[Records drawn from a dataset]
• • • •
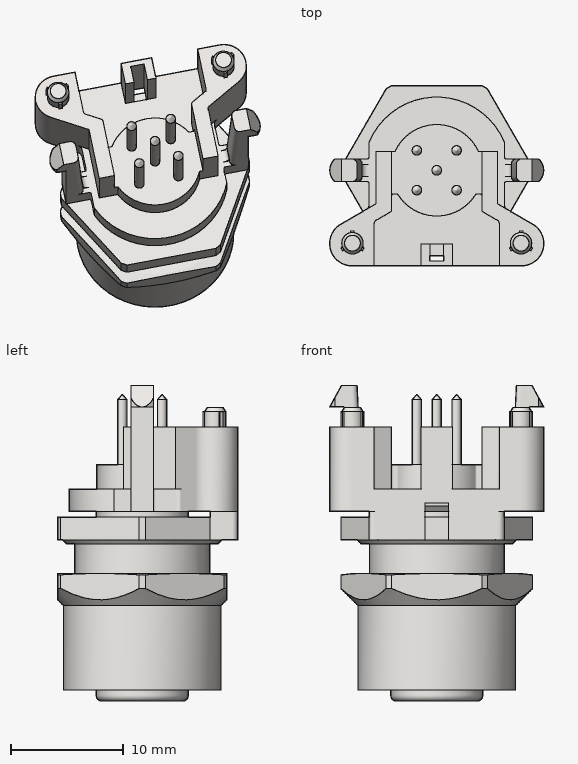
import cadquery as cq
import math


sleeve_bottom = 0.98
nut_bottom = 8.48
nut_top = 11.35
flange_cone_bottom = 13.95
flange_bottom = 14.3
flange_top = 16.32
plate_bottom = 16.83
plate_top = 18.82
insert_top = 20.97
wall_top = 24.33
peg_top = 26.07
hook_bottom = 26.1
pin_top = 27.22
hook_top = 28.0

core_radius = 4.1
core_edge_radius = 0.5
insert_radius = 4.05
insert_middle_z = (plate_top + insert_top) / 2
sleeve_radius = 7.0
neck_radius = 6.0
flange_cone_radius = 6.72
flange_relief_radius = 7.08

hex_across_flats = 15.0
hex_corner_radius = 8.5
hex_across_corners = hex_across_flats / math.cos(math.radians(30))
nut_rim_radius = 7.35
nut_rim_drop = 0.15

pin_radius = 0.42
pin_offset = 1.75
pin_tip_height = 0.48

overall_width = 19.0
plate_radius = 6.5
plate_half_width = 6.0
ear_radius = 2.0
ear_x = overall_width / 2 - ear_radius
front_y = -8.48
ear_y = front_y + ear_radius
wall_slant = math.radians(30)
shoulder_x = ear_x + ear_radius * math.sin(wall_slant)
shoulder_y = ear_y + ear_radius * math.cos(wall_slant)
wall_inner_x = 4.0
wall_outer_x = 5.38
wall_back_y = 1.68
wall_inner_bend_y = -3.65
ear_inner_x = 5.55
filler_front_y = -2.1
wall_fillet = 0.28
shoulder_fillet = 0.48
filler_fillet = 0.17

foot_back_y = -6.02
foot_corner_radius = 0.48

post_width = 2.77
post_back_y = -6.52
channel_width = 1.2
channel_front_y = -8.05
notch_width = 2.1
notch_top = 17.55
notch_wall_y = -7.6
notch_ramp_top = 17.3
notch_ramp_end_y = -7.1

peg_x = 7.48
peg_y = -6.47
peg_radius = 0.95
peg_top_radius = 0.7
peg_chamfer_height = 0.4
rib_reach = 1.1
rib_width = 0.3
rib_angles = (90, 210, 330)

leg_width = 2.02
leg_outer_x = 8.23
leg_inner_top_x = 7.05
leg_inner_root_x = 6.6
leg_blend_height = 0.5
leg_edge_radius = 0.48
leg_root_fillet = 0.2
hook_tip_x = 9.5
hook_top_x = 8.45
hook_side_x = 9.05


def cylinder(radius, z_low, z_high, x=0, y=0):
    disc = cq.Workplane("XY", origin=(x, y, z_low)).circle(radius)
    return disc.extrude(z_high - z_low)


def cone(radius_low, radius_high, z_low, z_high, x=0, y=0):
    height = z_high - z_low
    return cq.Workplane(cq.Solid.makeCone(radius_low, radius_high, height, pnt=cq.Vector(x, y, z_low)))


def block(x_low, x_high, y_low, y_high, z_low, z_high):
    size = (x_high - x_low, y_high - y_low, z_high - z_low)
    return cq.Workplane("XY", origin=(x_low, y_low, z_low)).box(*size, centered=False)


def centred_block(width, y_low, y_high, z_low, z_high):
    return block(-width / 2, width / 2, y_low, y_high, z_low, z_high)


def fillet_upright_pair(shape, x, y, z, radius):
    """Fillet the vertical edges nearest to (x, y, z) and to its mirror point."""
    for side in (-1, 1):
        nearest = cq.NearestToPointSelector((side * x, y, z))
        shape = shape.edges("|Z").edges(nearest).fillet(radius)
    return shape


def both_sides(shape):
    return shape.union(shape.mirror("YZ"))


def hexagon(z_low, z_high):
    """Hexagonal prism, flats facing +Y and -Y, corners turned down to a cylinder."""
    prism = cq.Workplane("XY", origin=(0, 0, z_low)).polygon(6, hex_across_corners).extrude(z_high - z_low)
    return prism.intersect(cylinder(hex_corner_radius, z_low, z_high))


def make_nut():
    """Hexagon with a 45 degree cone below and a shallow cone on its upper rim."""
    cone_height = hex_corner_radius - sleeve_radius
    envelope = (
        cq.Workplane("XZ")
        .moveTo(0, nut_bottom)
        .lineTo(sleeve_radius, nut_bottom)
        .lineTo(hex_corner_radius, nut_bottom + cone_height)
        .lineTo(hex_corner_radius, nut_top - nut_rim_drop)
        .lineTo(nut_rim_radius, nut_top)
        .lineTo(0, nut_top)
        .close()
        .revolve(360, (0, 0, 0), (0, 1, 0))
    )
    return hexagon(nut_bottom, nut_top).intersect(envelope)


def make_body():
    core = cylinder(core_radius, 0, plate_top).faces("<Z").edges().fillet(core_edge_radius)
    body = core.union(cylinder(sleeve_radius, sleeve_bottom, nut_bottom))
    body = body.union(make_nut())
    body = body.union(cylinder(neck_radius, nut_top, flange_cone_bottom))
    body = body.union(cone(flange_cone_radius, flange_relief_radius, flange_cone_bottom, flange_bottom))
    return body.union(hexagon(flange_bottom, flange_top))


def make_insert():
    """Round contact insert, widened at both sides until it meets the side walls."""
    insert = cylinder(insert_radius, plate_top, insert_top)
    insert = insert.union(centred_block(2 * wall_inner_x, filler_front_y, wall_back_y, plate_top, insert_top))
    corner_x = math.sqrt(insert_radius**2 - filler_front_y**2)
    return fillet_upright_pair(insert, corner_x, filler_front_y, insert_middle_z, filler_fillet)


def make_pin(x, y):
    shoulder = pin_top - pin_tip_height
    shank = cylinder(pin_radius, insert_top, shoulder, x, y)
    return shank.union(cone(pin_radius, 0, shoulder, pin_top, x, y))


def make_plate():
    """Round-backed base plate with a tab at each side that carries a snap leg."""
    height = plate_top - plate_bottom
    disc = cylinder(plate_radius, plate_bottom, plate_top)
    plate = disc.union(centred_block(2 * plate_radius, front_y, 0, plate_bottom, plate_top))
    plate_width = 2 * plate_half_width
    plate = plate.intersect(centred_block(plate_width, front_y, plate_radius, plate_bottom, plate_top))
    tabs = cq.Workplane("XY", origin=(0, 0, plate_bottom)).rect(2 * leg_outer_x, leg_width).extrude(height)
    plate = plate.union(tabs)
    middle_z = plate_bottom + height / 2
    for tab_edge_y in (-leg_width / 2, leg_width / 2):
        plate = fillet_upright_pair(plate, plate_half_width, tab_edge_y, middle_z, leg_root_fillet)
    return plate


def make_ear():
    """Right ear and side wall: a round end, a 30 degree shoulder and a straight wall."""
    bend_y = shoulder_y + (shoulder_x - wall_outer_x) * math.tan(wall_slant)
    ear_inner_y = wall_inner_bend_y - (ear_inner_x - wall_inner_x) * math.tan(wall_slant)
    ear = (
        cq.Workplane("XY", origin=(0, 0, plate_bottom))
        .moveTo(ear_inner_x, front_y)
        .lineTo(ear_x, front_y)
        .threePointArc((ear_x + ear_radius, ear_y), (shoulder_x, shoulder_y))
        .lineTo(wall_outer_x, bend_y)
        .lineTo(wall_outer_x, wall_back_y)
        .lineTo(wall_inner_x, wall_back_y)
        .lineTo(wall_inner_x, wall_inner_bend_y)
        .lineTo(ear_inner_x, ear_inner_y)
        .close()
        .extrude(wall_top - plate_bottom)
    )
    for corner in ((wall_inner_x, wall_inner_bend_y), (ear_inner_x, ear_inner_y)):
        nearest = cq.NearestToPointSelector((*corner, (plate_bottom + wall_top) / 2))
        ear = ear.edges("|Z").edges(nearest).fillet(wall_fillet)
    return ear


def make_peg():
    """Peg with a coned tip and three ribs along its side."""
    shoulder = peg_top - peg_chamfer_height
    peg = cylinder(peg_radius, wall_top, shoulder, peg_x, peg_y)
    peg = peg.union(cone(peg_radius, peg_top_radius, shoulder, peg_top, peg_x, peg_y))
    for angle in rib_angles:
        rib = block(0, rib_reach, -rib_width / 2, rib_width / 2, wall_top, shoulder)
        peg = peg.union(rib.rotate((0, 0, 0), (0, 0, 1), angle).translate((peg_x, peg_y, 0)))
    return peg


def make_leg():
    """Right snap leg: tapered inside, blended onto its tab, with a hook facing outwards."""
    blend_top = plate_top + leg_blend_height
    stem = (
        cq.Workplane("XZ", origin=(0, leg_width / 2, 0))
        .moveTo(leg_outer_x, plate_top)
        .lineTo(leg_outer_x, hook_top)
        .lineTo(leg_inner_top_x, hook_top)
        .lineTo(leg_inner_root_x, plate_top)
        .close()
        .extrude(leg_width)
        .faces("<X").edges("not |Y").fillet(leg_edge_radius)
    )
    blend_width = leg_width - 2 * leg_edge_radius
    blend_mid = (1 - math.sqrt(0.5)) * leg_blend_height
    blend_start_x = leg_inner_root_x - leg_blend_height
    blend = (
        cq.Workplane("XZ", origin=(0, blend_width / 2, 0))
        .moveTo(blend_start_x, plate_top)
        .threePointArc((leg_inner_root_x - blend_mid, plate_top + blend_mid), (leg_inner_root_x, blend_top))
        .lineTo(leg_inner_top_x, blend_top)
        .lineTo(leg_inner_top_x, plate_top)
        .close()
        .extrude(blend_width)
    )
    hook_back_x = leg_outer_x - leg_edge_radius
    hook = (
        cq.Workplane("XY", origin=(0, 0, hook_bottom))
        .moveTo(hook_back_x, -leg_width / 2)
        .lineTo(hook_side_x, -leg_width / 2)
        .threePointArc((hook_tip_x, 0), (hook_side_x, leg_width / 2))
        .lineTo(hook_back_x, leg_width / 2)
        .close()
        .extrude(hook_top - hook_bottom)
    )
    slope = (
        cq.Workplane("XZ", origin=(0, leg_width / 2, 0))
        .moveTo(hook_tip_x, hook_bottom)
        .lineTo(hook_tip_x, hook_top)
        .lineTo(hook_top_x, hook_top)
        .close()
        .extrude(leg_width)
    )
    return stem.union(blend).union(hook.cut(slope))


def make_foot():
    foot = centred_block(2 * plate_half_width, front_y, foot_back_y, flange_bottom, plate_bottom)
    return foot.edges("|Z and <Y").fillet(foot_corner_radius)


def make_notch():
    """Latch notch: open to the front and below, with a ramp at the back of its upper end."""
    return (
        cq.Workplane("YZ", origin=(-notch_width / 2, 0, 0))
        .moveTo(front_y, flange_bottom)
        .lineTo(front_y, notch_top)
        .lineTo(notch_wall_y, notch_top)
        .lineTo(notch_wall_y, notch_ramp_top)
        .lineTo(notch_ramp_end_y, plate_bottom)
        .lineTo(foot_back_y, plate_bottom)
        .lineTo(foot_back_y, flange_bottom)
        .close()
        .extrude(notch_width)
    )


def make_bracket():
    bracket = make_plate().union(both_sides(make_ear()))
    meeting_y = shoulder_y + (shoulder_x - plate_half_width) * math.tan(wall_slant)
    plate_middle_z = (plate_bottom + plate_top) / 2
    bracket = fillet_upright_pair(bracket, plate_half_width, meeting_y, plate_middle_z, shoulder_fillet)
    bracket = bracket.union(both_sides(make_peg()))
    bracket = bracket.union(both_sides(make_leg()))
    bracket = bracket.union(make_foot())
    bracket = bracket.union(centred_block(post_width, front_y, post_back_y, plate_top, wall_top))
    bracket = bracket.cut(centred_block(channel_width, channel_front_y, post_back_y, notch_top, wall_top))
    return bracket.cut(make_notch())


result = make_bracket().union(make_insert())
result = fillet_upright_pair(result, wall_inner_x, filler_front_y, insert_middle_z, filler_fillet)
result = result.union(make_body())
pin_places = [(0, 0)] + [(x, y) for x in (-pin_offset, pin_offset) for y in (-pin_offset, pin_offset)]
for pin_x, pin_y in pin_places:
    result = result.union(make_pin(pin_x, pin_y))
• • • •
Exact repeat, pictures omitted: give every line from the top of the records down to and including the line with "y_low, z_low)).box(*size, centered=False)".

import cadquery as cq
import math


sleeve_bottom = 0.98
nut_bottom = 8.48
nut_top = 11.35
flange_cone_bottom = 13.95
flange_bottom = 14.3
flange_top = 16.32
plate_bottom = 16.83
plate_top = 18.82
insert_top = 20.97
wall_top = 24.33
peg_top = 26.07
hook_bottom = 26.1
pin_top = 27.22
hook_top = 28.0

core_radius = 4.1
core_edge_radius = 0.5
insert_radius = 4.05
insert_middle_z = (plate_top + insert_top) / 2
sleeve_radius = 7.0
neck_radius = 6.0
flange_cone_radius = 6.72
flange_relief_radius = 7.08

hex_across_flats = 15.0
hex_corner_radius = 8.5
hex_across_corners = hex_across_flats / math.cos(math.radians(30))
nut_rim_radius = 7.35
nut_rim_drop = 0.15

pin_radius = 0.42
pin_offset = 1.75
pin_tip_height = 0.48

overall_width = 19.0
plate_radius = 6.5
plate_half_width = 6.0
ear_radius = 2.0
ear_x = overall_width / 2 - ear_radius
front_y = -8.48
ear_y = front_y + ear_radius
wall_slant = math.radians(30)
shoulder_x = ear_x + ear_radius * math.sin(wall_slant)
shoulder_y = ear_y + ear_radius * math.cos(wall_slant)
wall_inner_x = 4.0
wall_outer_x = 5.38
wall_back_y = 1.68
wall_inner_bend_y = -3.65
ear_inner_x = 5.55
filler_front_y = -2.1
wall_fillet = 0.28
shoulder_fillet = 0.48
filler_fillet = 0.17

foot_back_y = -6.02
foot_corner_radius = 0.48

post_width = 2.77
post_back_y = -6.52
channel_width = 1.2
channel_front_y = -8.05
notch_width = 2.1
notch_top = 17.55
notch_wall_y = -7.6
notch_ramp_top = 17.3
notch_ramp_end_y = -7.1

peg_x = 7.48
peg_y = -6.47
peg_radius = 0.95
peg_top_radius = 0.7
peg_chamfer_height = 0.4
rib_reach = 1.1
rib_width = 0.3
rib_angles = (90, 210, 330)

leg_width = 2.02
leg_outer_x = 8.23
leg_inner_top_x = 7.05
leg_inner_root_x = 6.6
leg_blend_height = 0.5
leg_edge_radius = 0.48
leg_root_fillet = 0.2
hook_tip_x = 9.5
hook_top_x = 8.45
hook_side_x = 9.05


def cylinder(radius, z_low, z_high, x=0, y=0):
    disc = cq.Workplane("XY", origin=(x, y, z_low)).circle(radius)
    return disc.extrude(z_high - z_low)


def cone(radius_low, radius_high, z_low, z_high, x=0, y=0):
    height = z_high - z_low
    return cq.Workplane(cq.Solid.makeCone(radius_low, radius_high, height, pnt=cq.Vector(x, y, z_low)))


def block(x_low, x_high, y_low, y_high, z_low, z_high):
    size = (x_high - x_low, y_high - y_low, z_high - z_low)
    return cq.Workplane("XY", origin=(x_low, y_low, z_low)).box(*size, centered=False)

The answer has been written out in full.